Fenomena kehidupan saat ini menarik untuk dicermati. Realita kehidupan tak ubahnya seperti dunia di dalam rumah; semua sudah tidak mengenal jarak dan waktu. Apa yang terjadi di belahan dunia timur bisa disaksikan dengan cepat oleh penduduk dunia belahan Barat, begitu pula sebaliknya. Tak heran muncul sebuah adagium “dunia ini sudah menjadi desa buana”. Sudah tak ada yang tersimpan. Semua serba transparan.

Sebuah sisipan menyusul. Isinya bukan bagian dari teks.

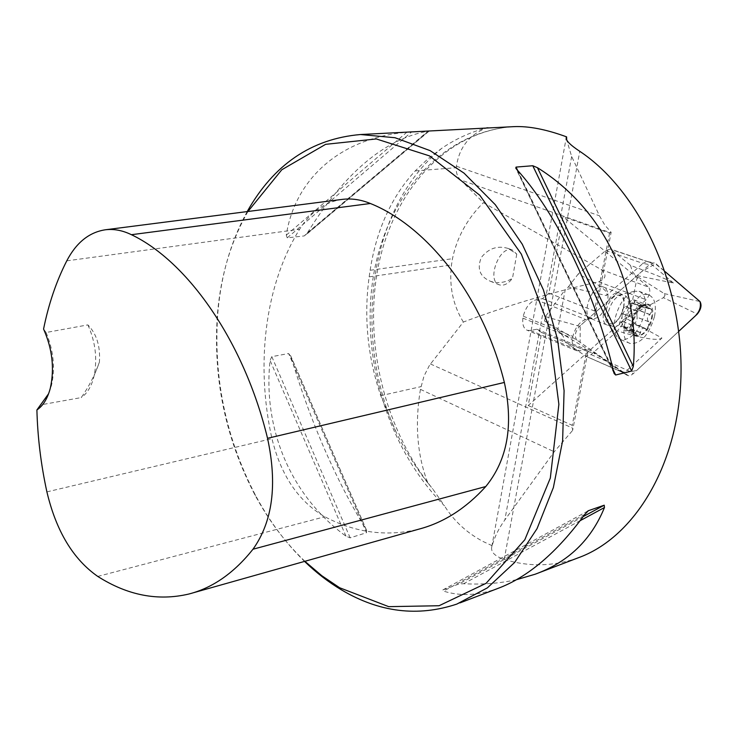 <?xml version="1.0" encoding="UTF-8"?>
<svg xmlns="http://www.w3.org/2000/svg" width="738" height="738" viewBox="0 0 738 738"><rect width="100%" height="100%" fill="white"/><g stroke="black" fill="none" stroke-linecap="round" stroke-linejoin="round"><path stroke-width="0.55" stroke-dasharray="3.69 2.77" d="M441.896 148.218L428.003 158.762L415.217 170.902C391.352 196.991 376.325 230.118 370.135 270.283L369.166 276.87C363.705 316.906 367.561 356.509 380.743 395.679L396.795 433.76C351.851 336.27 368.446 207.526 441.896 148.218C455.992 138.716 470.992 131.917 486.895 127.803C469.405 134.547 459.257 147.36 456.444 166.244L456.269 167.701C455.927 172.397 457.283 176.428 460.337 179.814L610.418 232.71L609.57 233.107L563.029 216.686L548.934 293.134L594.45 310.956L594.929 315.716L611.147 232.332L604.782 225.025L599.44 215.773L571.655 156.493L566.71 140.054M460.337 179.814L483.399 202.655L601.092 269.499L648.693 287.174L563.029 216.686M601.092 269.499C606.977 274.527 606.175 278.632 598.702 281.805C553.02 291.925 507.901 305.338 463.353 322.045L429.451 365.356L423.963 376.168L420.439 389.36C414.701 424.055 417.173 455.281 427.874 483.03L432.56 488.676L444.451 505.816C389.184 450.641 361.085 360.716 372.727 280.44C384.433 200.413 437.496 134.417 509.017 127.01L489.349 127.905M548.934 293.134L542.439 298.659L536.102 299.794C530.05 301.657 525.77 307.119 523.242 316.178L522.901 318.115C522.2 324.646 523.685 328.724 527.356 330.338L530.511 330.504L536.84 329.231L541.674 332.534L528.224 405.513L646.128 299.702C649.984 294.96 650.833 290.79 648.693 287.174M528.224 405.513L572.236 425.319L572.623 430.411L588.085 350.91L585.981 349.443L579.745 350.845L576.636 350.734C573.057 349.157 571.673 345.033 572.476 338.373L572.845 336.408C575.483 327.155 579.8 321.528 585.778 319.536L592.033 318.272L594.929 315.716M577.808 557.956C553.389 566.516 528.851 567.005 504.192 559.432C494.681 556.148 490.558 551.886 491.794 546.637L492.135 545.733C494.589 536.913 498.823 528.325 504.838 519.967L554.238 451.767L572.623 430.411M610.418 232.71L611.147 232.332M427.874 483.03C416.167 468.021 405.808 451.601 396.795 433.76M492.135 545.733L482.873 541.388C466.647 532.716 453.842 520.853 444.451 505.816M509.017 127.01L512.735 126.705M463.353 322.045C452.975 305.172 449.018 286.132 451.471 264.933L452.486 258.697C456.905 237.424 467.209 218.743 483.399 202.655M516.757 254.103L512.486 278.3C505.216 282.774 497.809 283.752 490.272 281.215C479.811 276.621 476.813 268.715 481.296 257.488C488.621 248.282 497.606 245.274 508.261 248.485L516.757 254.103L512.393 250.044C499.386 244.785 485.945 281.316 499.534 284.896C503.87 286.03 508.187 283.835 512.486 278.3M247.193 211.585C230.994 241.095 221.234 274.508 217.913 311.823C213.042 376.583 225.616 437.855 255.652 495.622C269.213 520.908 285.514 542.836 304.545 561.397M366.546 532.716L366.316 529.875C335.633 479.672 310.486 421.887 290.892 356.537L288.613 353.539L271.815 356.657L270.053 360.439C262.746 428.916 290.754 495.853 345.974 536.185L350.163 537.836L366.546 532.716L288.613 353.539M516.471 579.699C499.949 583.38 482.329 584.727 463.621 583.73L458.962 583.998L442.818 589.939L443.584 591.12C459.949 596.359 477.864 595.538 497.338 588.638M304.268 235.92L428.741 131.05L406.786 132.286C339.056 138.126 294.766 180.026 286.279 235.164L287.23 237.857L304.268 235.92L307.442 232.802C344.711 172.71 384.904 138.845 427.994 131.189L429.202 131.05M43.57 329.047L46.079 332.497L87.887 324.886C96.623 333.853 100.469 346.27 99.418 362.146C95.027 374.766 88.966 386.583 81.235 397.588L40.064 404.968M342.321 199.38C324.766 202.009 310.523 211.981 299.6 229.278C264.748 285.385 255.449 364.572 271.953 438.649C280.892 475.41 298.512 501.443 324.803 516.748C355.458 532.818 386.804 536.96 418.852 529.155M247.94 211.492C231.049 241.169 220.911 275.034 217.516 313.096C212.71 377.063 225.136 437.579 254.785 494.645C268.623 520.438 285.32 542.661 304.868 561.304M87.887 324.886C95.359 341.611 97.462 358.465 94.187 375.421C91.752 385.965 87.435 393.354 81.235 397.588M46.079 332.497C53.57 350.541 55.359 368.234 51.448 385.559L48.597 393.732M541.674 332.534L586.664 351.067L572.236 425.319M609.57 233.107L594.45 310.956M607.549 301.039C604.053 313.226 598.702 319.148 591.479 318.807C580.013 315.919 592.466 282.571 603.38 287.008C607.383 288.816 608.767 293.493 607.549 301.039M588.085 350.91L586.664 351.067M536.84 329.231L585.981 349.443M542.439 298.659L592.033 318.272M522.901 318.115L572.476 338.373M523.242 316.178L572.845 336.408M637.115 311.251L634.948 314.692L633.139 319.683L632.079 329.785L632.826 331.676L633.813 330.31L637.558 335.716L638.804 335.762L640.566 332.598C640.639 329.517 642.023 328.041 644.717 328.161L645.621 328.751L648.601 326.205L648.434 321.62C646.728 319.074 647.208 316.75 649.874 314.619L651.792 310.67L650.482 308.521L646.912 308.835L645.999 306.058L646.23 304.499L645.187 304.499C648.739 304.001 650.944 306.058 651.792 310.67C652.392 315.513 651.322 320.689 648.601 326.205C645.695 331.565 642.438 334.757 638.804 335.762C635.243 336.371 633.001 334.379 632.079 329.785L632.807 320.375L635.27 314.056C638.232 308.604 641.543 305.421 645.187 304.499L641.719 306.787L637.125 311.279L625.243 306.473C622.863 308.383 621.747 310.698 621.885 313.429L622.143 316.888L623.416 312.672L627.955 305.698C630.861 303.078 633.315 302.598 635.326 304.25L633.813 299.794L632.438 299.822L630.483 301.141L627.955 305.698L625.547 306.805M652.143 318.032C656.719 296.842 635.999 300.79 631.663 322.358C627.318 343.807 647.992 339.028 652.143 318.032M654.569 316.233C656.571 304.711 654.634 297.608 648.748 294.932C632.78 288.42 613.619 339.415 630.437 343.53C641.091 343.899 649.136 334.803 654.569 316.233M644.966 312.543C646.931 301.067 644.957 293.982 639.043 291.289L634.237 291.298C620.704 293.955 608.315 327.017 617.097 336.897L620.833 339.692C631.534 340.089 639.578 331.048 644.966 312.543M623.518 307.847C624.699 300.098 623.056 295.873 618.582 295.163C609.634 294.277 600.52 318.622 608.084 323.133C614.643 325.024 619.791 319.923 623.518 307.847M623.758 307.276C625.012 299.683 623.665 294.988 619.699 293.189C608.887 288.789 596.304 322.386 607.678 325.227C614.855 325.523 620.215 319.545 623.758 307.276M648.601 321.731L637.032 317.257L636.885 313.862C637.706 309.388 637.189 306.187 635.326 304.25L646.912 308.835M649.874 314.619L638.379 310.209L631.147 324.932C628.278 327.561 625.824 328.087 623.776 326.5C621.885 324.619 621.331 321.408 622.143 316.888L620.52 320.689C619.2 322.82 619.265 324.886 620.695 326.897L623.047 326.067L623.776 326.5L625.261 330.855L626.267 330.901L628.628 329.471L631.147 324.932L633.379 323.742L633.813 324.13C636.138 322.248 637.245 319.96 637.125 317.275L637.032 317.257M641.719 306.787L630.058 302.34M646.119 305.91L634.477 301.482M649.182 308.761L637.567 304.342L636.101 304.711M637.125 311.215L625.455 306.731M633.619 317.958L621.968 313.447M632.143 325.246L620.52 320.689M633.103 331.021L621.507 326.454M636.221 333.788L624.652 329.222M640.612 332.82L629.062 328.272M645.15 328.392L633.601 323.881M650.077 314.545L638.49 310.098L639.394 308.207L639.339 305.726L638.591 304.047L637.567 304.342M626.553 318.622L617.42 330.919C643.195 338.705 658.038 341.085 661.94 338.069L626.553 318.622L629.357 316.104L663.462 297.645L697.272 314.093M617.42 330.919L591.11 354.609L585.944 356.306L565.262 342.164L563.214 336.371L559.773 332.469L594.985 353.41C597.19 355.089 587.282 351.343 565.262 342.164M557.504 330.892L565.253 289.582L545.373 316.62L544.561 321.012L559.773 332.469M544.561 321.012L576.848 340.07L628.508 375.771L631.018 375.245L633.241 373.668L678.711 331.362L636.626 370.513L623.896 373.022L580.123 342.367L580.234 325.67L641.562 271.676L655.768 263.604L665.159 271.667L654.108 262.839L649.541 264.647L642.973 263.401L606.332 295.523L568.325 286.944L565.253 289.582M568.325 286.944L578.168 274.075C600.206 284.859 609.597 292.008 606.332 295.523M630.51 265.385L632.254 271.27L635.27 275.274L673.443 283.032C670.602 280.837 656.294 274.951 630.51 265.385L610.409 249.038L605.723 250.569L578.168 274.075M663.462 297.645L664.947 295.597L664.523 293.789L635.27 275.274M637.254 276.907L629.357 316.104M585.271 355.956L621.092 371.675L594.985 353.41M627.042 375.227L621.092 371.675L623.951 372.118L626.71 370.642L661.94 338.069M576.848 340.07C574.21 336.242 575.087 331.657 579.487 326.325L649.541 264.647M673.443 283.032L649.219 262.368L655.768 263.604M605.723 250.569L642.973 263.401L646.359 261.612L648.785 262.045L611.599 249.675M598.702 281.805L646.128 299.702M430.392 363.945L572.448 428.04M420.439 389.36L554.238 451.767M456.444 166.244L599.44 215.773M571.655 156.493L504.838 519.967M66.771 260.846L299.6 229.278M46.9 491.886L271.953 438.649M97.767 576.424L324.803 516.748M345.974 536.185L270.053 360.439M350.163 537.836L271.815 356.657M366.316 529.875L290.892 356.537M516.72 169.408L613.472 371.38M517.689 170.496L613.02 369.48M580.197 520.65L463.621 583.73M583.205 516.6L458.962 583.998M587.845 511L442.818 589.939M584.782 514.423L443.584 591.12M307.442 232.802L427.994 131.189M287.23 237.857L411.666 131.936M286.279 235.164L406.786 132.286M504.192 559.432L579.782 151.327M415.217 170.902L456.269 167.701M370.135 270.283L452.486 258.697M369.166 276.87L451.471 264.933M380.743 395.679L420.928 386.657M530.511 330.504L579.745 350.845M536.102 299.794L585.778 319.536M608.14 312.986C607.19 318.253 607.669 322.257 609.579 325.006C616.94 329.397 623.13 324.056 628.13 308.991C629.505 299.001 627.088 294.314 620.861 294.942C614.791 297.423 610.557 303.438 608.14 312.986M641.59 306.943L630.012 302.534M645.999 306.058L634.44 301.667M648.97 308.835L637.447 304.443M632.18 325.089L620.64 320.578M621.885 313.429L633.61 317.977L622.051 313.521M636.165 333.567L624.689 329.037M633.13 330.873L621.627 326.344M644.984 328.29L633.518 323.816M640.566 332.598L629.108 328.087M648.434 321.62L636.959 317.183M591.11 354.609L627.3 370.135L633.241 373.668M664.301 293.623L699.975 301.528M545.373 316.62L579.487 326.325M508.242 127.093C442.809 134.325 392.275 193.421 377.874 268.494C363.696 343.742 385.07 430.254 432.671 488.842M538.482 572.946L535.133 574.229M460.051 602.863L456.822 604.09M254.785 494.645L255.652 495.622M217.516 313.096L217.913 311.823M188.937 594.007L192.812 592.918M99.418 362.146L94.187 375.421M51.448 385.559L50.285 388.28M290.56 355.559L366.685 530.521M613.998 373.216L515.991 168.605M428.76 131.429L305.698 235.081M491.794 546.637L566.147 138.246M490.272 281.215L499.534 284.896M508.261 248.485L512.393 250.044M576.636 350.734L527.356 330.338M620.833 339.692L630.437 343.53M639.043 291.289L648.748 294.932M608.084 323.133L617.097 336.897M618.582 295.163L634.237 291.298M591.479 318.807L607.678 325.227M603.38 287.008L619.699 293.189M633.139 319.683L632.807 320.375M623.416 312.672L622.964 313.89M633.813 299.794L646.23 304.499M637.125 311.279L625.695 306.888M637.18 311.058L625.243 306.473M633.813 330.31L623.047 326.067M632.826 331.676L620.695 326.897M644.717 328.161L633.379 323.742M637.558 335.716L625.261 330.855M645.621 328.751L633.813 324.13M648.757 321.777L637.125 317.275M650.482 308.521L638.342 303.899M621.802 372.053L585.944 356.306M647.521 261.593L653.979 262.811M621.47 371.906L627.383 375.43M647.964 261.686L610.409 249.038"/><path stroke-width="1.11" d="M489.349 127.905L486.895 127.803M512.735 126.705L513.851 126.641C528.666 125.977 546.249 129.39 566.6 136.871L566.304 137.379C565.474 140.183 569.967 144.833 579.782 151.327C638.85 190.588 682.512 282.709 681.017 373.197C679.689 463.759 634.772 537.762 577.808 557.956L538.482 572.946M566.71 140.054L566.6 136.871M304.545 561.397C316.187 572.66 328.548 582.19 341.629 589.976C379.433 612.355 417.828 617.06 456.822 604.09L487.421 587.835L514.626 562.476L537.033 528.666L553.371 487.56L562.614 440.854L564.09 390.679L557.596 339.48L543.389 289.822L522.236 244.177L495.309 204.712L464.045 173.144L430.079 150.617L395.024 137.729L360.421 134.528C311.482 138.799 273.733 164.482 247.193 211.585M532.771 165.736L537.448 167.701C602.476 208.125 640.658 284.619 633.296 366.5L631.636 371.02L615.667 375.005L614.154 373.557L613.472 371.38C595.944 294.204 556.194 212.387 516.72 169.408L515.77 168.144L516.056 167.083L532.771 165.736L631.636 371.02M460.051 602.863L497.338 588.638C527.605 577.476 556.747 552.734 584.782 514.423L588.37 510.714L604.219 505.198L604.459 507.532C591.304 539.912 568.195 562.144 535.133 574.229L516.471 579.699M48.597 393.732L36.9 409.95C43.072 405.854 47.527 398.631 50.285 388.28C54.64 368.714 52.398 348.973 43.57 329.047C48.597 304.056 56.328 281.316 66.771 260.846C76.3 242.618 89.15 232.267 105.322 229.786C113.846 228.734 122.545 230.376 131.419 234.702C187.996 261.612 244.315 342.192 267.543 438.307C277.506 484.58 272.654 521.554 252.996 549.22C234.112 572.937 212.756 587.863 188.937 594.007C158.052 601.304 127.656 595.437 97.767 576.424C73.145 559.238 56.189 531.056 46.9 491.886C40.941 464.553 37.61 437.237 36.9 409.95M192.812 592.918L418.852 529.155C443.566 522.67 465.872 508.464 485.779 486.526C507.467 459.94 513.666 425.254 504.358 382.45C483.298 297.331 428.114 226.658 370.365 203.494C360.928 199.611 351.583 198.236 342.321 199.38L105.322 229.786M304.868 561.304L321.777 575.695L339.637 587.752L388.714 606.654L439.073 605.732L486.13 583.297L524.829 539.727L550.317 478.086L558.878 404.304L548.897 326.62L521.369 254.176L479.829 195.284L429.525 155.903L376.315 138.947L325.615 144.334L281.796 169.758L247.94 211.492M678.711 331.362L697.272 314.093C701.063 309.305 701.958 305.117 699.975 301.528L665.159 271.667L699.984 301.547C701.257 306.611 699.707 311.399 695.325 315.901L678.711 331.362M267.543 438.307L504.358 382.45M131.419 234.702L370.365 203.494M252.996 549.22L485.779 486.526M516.056 167.083L517.689 170.496M613.02 369.48L615.667 375.005M537.448 167.701L633.296 366.5M604.459 507.532L580.197 520.65M604.219 505.198L583.205 516.6M588.37 510.714L587.845 511M513.851 126.641L360.421 134.528M566.147 138.246L566.304 137.379"/></g></svg>

Fakta tersebut telah menunjukan adanya sebuah bukti bahwa manusia telah menampilkan keberhasilannya dalam bidang sains dan teknologi, terutama dalam mengakses informasi. Dari sini tentu kita akan sepakat bahwa informasi adalah kebutuhan dhorûri (primer) bagi setiap manusia. Siapa yang mampu menguasai informasi, maka ia akan menguasai dunia.
Sesungguhnya fenomena globalisasi sudah lama muncul. Hanya saja istilah ini baru muncul ke permukaan. Terma “globalisasi” berasal dari bahasa Inggris “globalization” yang berarti menyebar luaskan serta memperluas jangkauan sesuatu agar menyentuh semua lapisan.

Globalisasi tidak hanya digunakan dalam bidang ekonomi saja, namun merupakan “ajakan” untuk mengadopsi paradigma tertentu (baca: Barat). Hal inilah yang kemudian banyak disoroti oleh para pengamat bahwa globalisasi sebenarnya tidak jauh beda dengan “amerikanisasi”.
Hal tersebut sangat jelas kita lihat dalam fakta yang terjadi di akhir-akhir ini; globalisasi hanyalah usaha Amerika untuk memperkuat hegemoni terhadap dunia. Banyak cara untuk melegitimasi hegemoni tersebut. Melalui lembaga-lembaga dunia seperti IMF dan bank dunia, mereka berusaha menguasai roda perekonomian dunia. Negara yang dianggap “penghalang” terpaksa harus disingkirkan dan harus diberi pelajaran. “Drama” tersebut bisa kita lihat dalam tragedi kemanusiaan di Afganistan, Palestina, Iran, Sudan dan selanjutnya entah negara mana lagi yang akan menjadi mangsa selanjutnya. Menyadari penyimpangan yang terjadi pada arti hakiki globalisasi tersebut, maka kita sebagai seorang muslim dituntut untuk bisa bersikap obyektif yaitu mampu melakukan pemilahan antara nilai-nilai positif (haq) dan nilai-nilai negatif (bâthil), agar sebagai umat Islam, kita tidak terjebak dalam jaring-jaring hegemoni Barat.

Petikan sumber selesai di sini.